Score of paragon vs test: 10 - 20 - 70  [0.450] 100
...      paragon playing White: 5 - 8 - 37  [0.470] 50
...      paragon playing Black: 5 - 12 - 33  [0.430] 50
...      White vs Black: 17 - 13 - 70  [0.520] 100
Elo difference: -34.9 +/- 37.1, LOS: 3.4 %, DrawRatio: 70.0 %
Finished match
Am I reading this correctly -- that cutechess-cli believes that the "test" version of Pedantic (i.e. the tuned version) is essentially 35 ELO stronger (+/- 37.1)? The +/- 37.1 doesn't give me a lot of confidence. Should I have run this match for more games to get a more accurate estimate? Also, what does "LOS" stand for?
User avatar
Ajedrecista
Posts: 2103
Joined: Wed Jul 13, 2011 9:04 pm
Location: Madrid, Spain.

Re: Basic Questions About CuteChess

Post by Ajedrecista »

Hello:
JoAnnP38 wrote: Sun Feb 26, 2023 1:49 pm Here is another question I have on cutechess... I just finished running a 100-game round-robin between two version of my engine to verify whether my latest eval tuning has had some benefit and here are the results:

Code: Select all

Score of paragon vs test: 10 - 20 - 70  [0.450] 100
...      paragon playing White: 5 - 8 - 37  [0.470] 50
...      paragon playing Black: 5 - 12 - 33  [0.430] 50
...      White vs Black: 17 - 13 - 70  [0.520] 100
Elo difference: -34.9 +/- 37.1, LOS: 3.4 %, DrawRatio: 70.0 %
Finished match
Am I reading this correctly -- that cutechess-cli believes that the "test" version of Pedantic (i.e. the tuned version) is essentially 35 ELO stronger (+/- 37.1)? The +/- 37.1 doesn't give me a lot of confidence. Should I have run this match for more games to get a more accurate estimate? Also, what does "LOS" stand for?
Sure, more games mean narrower error bars. There are lots of topics about that at TalkChess, but the rough idea is that their width is proportional to 1/sqrt(games). Play 400 games instead of 100 and CuteChess should report around ±18, ±19 or so.

LOS means 'likelihood of superiority' and there are tons of topics about that at TalkChess. The rough idea is that it is a one-tailed test in a normal distribution using z-score. More games mean narrower error bars and usually more extreme LOS values, either near 0% or 100%.
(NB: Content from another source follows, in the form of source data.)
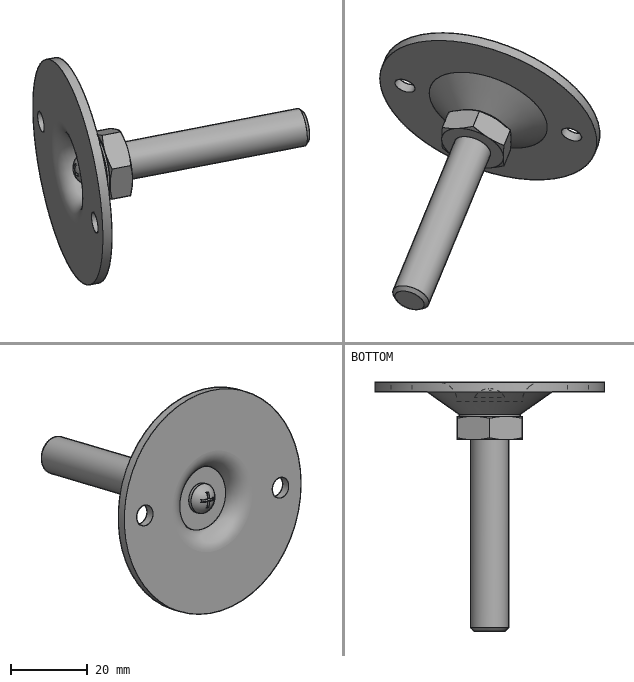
import cadquery as cq
import math

total_length = 65.0

plate_diameter = 60.0
plate_thickness = 2.55
mount_hole_diameter = 5.5
mount_hole_spacing = 46.0

hub_base_diameter = 32.6
neck_diameter = 16.0
neck_start = 8.4

nut_across_flats = 17.0
nut_start = 8.9
nut_height = 6.1
nut_corner_chamfer = 1.3
nut_chamfer_height = 0.5

stud_diameter = 10.0
stud_chamfer = 1.0

recess_floor_diameter = 17.0
recess_flare_radius = 5.0
recess_depth = recess_flare_radius

head_diameter = 8.0
head_rim_height = 1.0
head_dome_height = 2.4
cross_length = 4.15
cross_width = 0.7
cross_depth = 1.0


def along_y(start):
    """Workplane at y = start, facing +Y, with local x along X."""
    return cq.Workplane("XZ", origin=(0, start, 0)).transformed(rotate=(180, 0, 0))


def revolve_about_y(profile):
    """Revolve a closed XY profile (x = radius) about the Y axis."""
    return profile.close().revolve(360, (0, 0, 0), (0, 1, 0))


def make_plate():
    plate = along_y(0).circle(plate_diameter / 2).extrude(plate_thickness)
    hole_points = [(-mount_hole_spacing / 2, 0), (mount_hole_spacing / 2, 0)]
    holes = along_y(0).pushPoints(hole_points).circle(mount_hole_diameter / 2).extrude(plate_thickness)
    return plate.cut(holes)


def make_hub():
    profile = (
        cq.Workplane("XY")
        .lineTo(hub_base_diameter / 2, 0)
        .lineTo(hub_base_diameter / 2, plate_thickness)
        .lineTo(neck_diameter / 2, neck_start)
        .lineTo(neck_diameter / 2, nut_start)
        .lineTo(0, nut_start)
    )
    return revolve_about_y(profile)


def make_nut():
    across_corners = nut_across_flats / math.cos(math.radians(30))
    corner_radius = across_corners / 2
    end_radius = corner_radius - nut_corner_chamfer
    nut_end = nut_start + nut_height
    prism = along_y(nut_start).transformed(rotate=(0, 0, 30)).polygon(6, across_corners).extrude(nut_height)
    envelope = revolve_about_y(
        cq.Workplane("XY")
        .moveTo(0, nut_start)
        .lineTo(end_radius, nut_start)
        .lineTo(corner_radius, nut_start + nut_chamfer_height)
        .lineTo(corner_radius, nut_end - nut_chamfer_height)
        .lineTo(end_radius, nut_end)
        .lineTo(0, nut_end)
    )
    return prism.intersect(envelope)


def make_stud():
    stud = along_y(nut_start).circle(stud_diameter / 2).extrude(total_length - nut_start)
    return stud.faces(">Y").chamfer(stud_chamfer)


def make_recess():
    floor_radius = recess_floor_diameter / 2
    mouth_radius = floor_radius + recess_flare_radius
    arc_offset = recess_flare_radius * math.sqrt(0.5)
    profile = (
        cq.Workplane("XY")
        .lineTo(mouth_radius, 0)
        .threePointArc(
            (mouth_radius - arc_offset, recess_flare_radius - arc_offset),
            (floor_radius, recess_flare_radius),
        )
        .lineTo(0, recess_depth)
    )
    return revolve_about_y(profile)


def make_screw_head():
    radius = head_diameter / 2
    rim = recess_depth - head_rim_height
    crown = rim - head_dome_height
    sphere_radius = (radius**2 + head_dome_height**2) / (2 * head_dome_height)
    half_angle = math.asin(radius / sphere_radius) / 2
    arc_middle = (
        sphere_radius * math.sin(half_angle),
        crown + sphere_radius * (1 - math.cos(half_angle)),
    )
    head = revolve_about_y(
        cq.Workplane("XY")
        .moveTo(0, recess_depth)
        .lineTo(radius, recess_depth)
        .lineTo(radius, rim)
        .threePointArc(arc_middle, (0, crown))
    )
    for angle in (0, 90):
        slot = along_y(crown).transformed(rotate=(0, 0, angle)).rect(cross_length, cross_width)
        head = head.cut(slot.extrude(cross_depth))
    return head


body = make_plate().union(make_hub()).union(make_nut()).union(make_stud())
result = body.cut(make_recess()).union(make_screw_head())
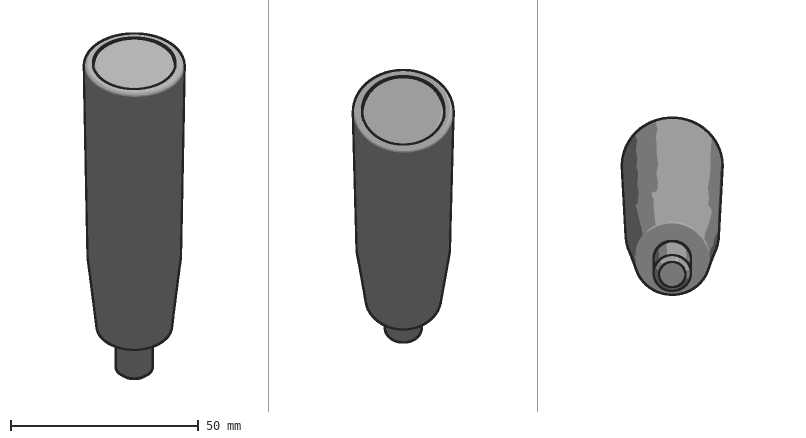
import cadquery as cq

total_length = 105.0
top_diameter = 27.0
waist_diameter = 25.0
bottom_diameter = 20.2
waist_height = 39.2
top_rounding = 1.0
bottom_rounding = 0.5

stud_diameter = 10.0
stud_length = 15.0
stud_chamfer = 1.5
collar_diameter = 10.1
collar_length = 0.4

cap_seat_diameter = 22.0
cap_diameter = 21.7
cap_rounding = 0.5
cap_gap_depth = 1.0


def cylinder(diameter, bottom, height):
    """Upright cylinder on the grip axis."""
    return cq.Workplane("XY").workplane(offset=bottom).circle(diameter / 2).extrude(height)


def make_grip():
    """Grip with a straight lower taper and a slightly flared, round-edged upper part."""
    profile = (
        cq.Workplane("XZ")
        .moveTo(0, stud_length)
        .lineTo(bottom_diameter / 2, stud_length)
        .lineTo(waist_diameter / 2, waist_height)
        .lineTo(top_diameter / 2, total_length - top_rounding)
        .radiusArc((top_diameter / 2 - top_rounding, total_length), -top_rounding)
        .lineTo(0, total_length)
        .close()
    )
    grip = profile.revolve(360, (0, 0, 0), (0, 1, 0))
    return grip.faces("<Z").edges().fillet(bottom_rounding)


def make_cap():
    """Round-edged cap flush with the top of the grip."""
    cap = cylinder(cap_diameter, total_length - cap_gap_depth, cap_gap_depth)
    return cap.faces(">Z").edges().fillet(cap_rounding)


def make_stud():
    """Stud with a chamfered tip and a thin collar under the grip."""
    stud = cylinder(stud_diameter, 0, stud_length)
    stud = stud.faces("<Z").edges().chamfer(stud_chamfer)
    collar = cylinder(collar_diameter, stud_length - collar_length, collar_length)
    return stud.union(collar)


cap_seat = cylinder(cap_seat_diameter, total_length - cap_gap_depth, cap_gap_depth)
result = make_grip().cut(cap_seat).union(make_cap()).union(make_stud())

CPW can enlighten you more:

https://www.chessprogramming.org/Match_Statistics

The basic idea is: play more games.

Regarding 'who is better': I think that CuteChess reports the result with the POV of the first engine, so 'paragon vs test' and -35 should be understood as paragon is weaker (35 Elo weaker) than test, or logically test is 35 Elo stronger than paragon, as you said.

Regards from Spain.

Ajedrecista.
JoAnnP38
Posts: 253
Joined: Mon Aug 26, 2019 4:34 pm
Location: Clearwater, Florida USA
Full name: JoAnn Peeler

Re: Basic Questions About CuteChess

Post by JoAnnP38 »

Ajedrecista wrote: Sun Feb 26, 2023 2:14 pm Hello:

Sure, more games mean narrower error bars. There are lots of topics about that at TalkChess, but the rough idea is that their width is proportional to 1/sqrt(games). Play 400 games instead of 100 and CuteChess should report around ±18, ±19 or so.

LOS means 'likelihood of superiority' and there are tons of topics about that at TalkChess. The rough idea is that it is a one-tailed test in a normal distribution using z-score. More games mean narrower error bars and usually more extreme LOS values, either near 0% or 100%.

CPW can enlighten you more:

https://www.chessprogramming.org/Match_Statistics

The basic idea is: play more games.

Regarding 'who is better': I think that CuteChess reports the result with the POV of the first engine, so 'paragon vs test' and -35 should be understood as paragon is weaker (35 Elo weaker) than test, or logically test is 35 Elo stronger than paragon, as you said.

Regards from Spain.

Ajedrecista.
Thank you very much. Other than Elo, I had no clue that there was any standardization on chess statistics. Now I know.